TASK PROMPT: The records are to be copied exactly and in full.

TASK INPUT:
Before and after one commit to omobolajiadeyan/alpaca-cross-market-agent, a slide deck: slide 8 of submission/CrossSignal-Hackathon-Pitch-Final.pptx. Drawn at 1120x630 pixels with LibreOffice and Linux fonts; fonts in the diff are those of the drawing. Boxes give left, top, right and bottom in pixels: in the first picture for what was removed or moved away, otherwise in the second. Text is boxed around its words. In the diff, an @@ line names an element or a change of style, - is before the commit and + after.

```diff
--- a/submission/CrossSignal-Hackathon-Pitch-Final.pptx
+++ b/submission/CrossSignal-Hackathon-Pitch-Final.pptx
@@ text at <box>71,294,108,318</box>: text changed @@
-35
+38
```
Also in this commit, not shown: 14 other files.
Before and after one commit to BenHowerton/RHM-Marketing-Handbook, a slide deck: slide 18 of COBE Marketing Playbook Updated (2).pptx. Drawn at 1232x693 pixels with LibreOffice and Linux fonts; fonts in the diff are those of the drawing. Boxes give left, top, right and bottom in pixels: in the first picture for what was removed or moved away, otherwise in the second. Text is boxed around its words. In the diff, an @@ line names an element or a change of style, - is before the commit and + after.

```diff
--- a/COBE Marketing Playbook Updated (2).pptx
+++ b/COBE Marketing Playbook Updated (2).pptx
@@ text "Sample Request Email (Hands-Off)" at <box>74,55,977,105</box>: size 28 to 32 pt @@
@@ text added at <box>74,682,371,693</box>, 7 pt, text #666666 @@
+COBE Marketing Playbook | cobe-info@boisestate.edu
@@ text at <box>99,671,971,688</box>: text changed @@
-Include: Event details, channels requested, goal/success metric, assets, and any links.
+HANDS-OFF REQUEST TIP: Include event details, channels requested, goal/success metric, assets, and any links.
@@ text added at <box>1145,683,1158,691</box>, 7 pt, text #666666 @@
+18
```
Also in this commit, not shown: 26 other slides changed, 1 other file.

ANSWER BELOW:
Before and after one commit to omobolajiadeyan/alpaca-cross-market-agent, a slide deck: slide 8 of submission/CrossSignal-Hackathon-Pitch-Final.pptx. Drawn at 1120x630 pixels with LibreOffice and Linux fonts; fonts in the diff are those of the drawing. Boxes give left, top, right and bottom in pixels: in the first picture for what was removed or moved away, otherwise in the second. Text is boxed around its words. In the diff, an @@ line names an element or a change of style, - is before the commit and + after.

```diff
--- a/submission/CrossSignal-Hackathon-Pitch-Final.pptx
+++ b/submission/CrossSignal-Hackathon-Pitch-Final.pptx
@@ text at <box>71,294,108,318</box>: text changed @@
-35
+38
```
Also in this commit, not shown: 14 other files.
Before and after one commit to BenHowerton/RHM-Marketing-Handbook, a slide deck: slide 18 of COBE Marketing Playbook Updated (2).pptx. Drawn at 1232x693 pixels with LibreOffice and Linux fonts; fonts in the diff are those of the drawing. Boxes give left, top, right and bottom in pixels: in the first picture for what was removed or moved away, otherwise in the second. Text is boxed around its words. In the diff, an @@ line names an element or a change of style, - is before the commit and + after.

```diff
--- a/COBE Marketing Playbook Updated (2).pptx
+++ b/COBE Marketing Playbook Updated (2).pptx
@@ text "Sample Request Email (Hands-Off)" at <box>74,55,977,105</box>: size 28 to 32 pt @@
@@ text added at <box>74,682,371,693</box>, 7 pt, text #666666 @@
+COBE Marketing Playbook | cobe-info@boisestate.edu
@@ text at <box>99,671,971,688</box>: text changed @@
-Include: Event details, channels requested, goal/success metric, assets, and any links.
+HANDS-OFF REQUEST TIP: Include event details, channels requested, goal/success metric, assets, and any links.
@@ text added at <box>1145,683,1158,691</box>, 7 pt, text #666666 @@
+18
```
Also in this commit, not shown: 26 other slides changed, 1 other file.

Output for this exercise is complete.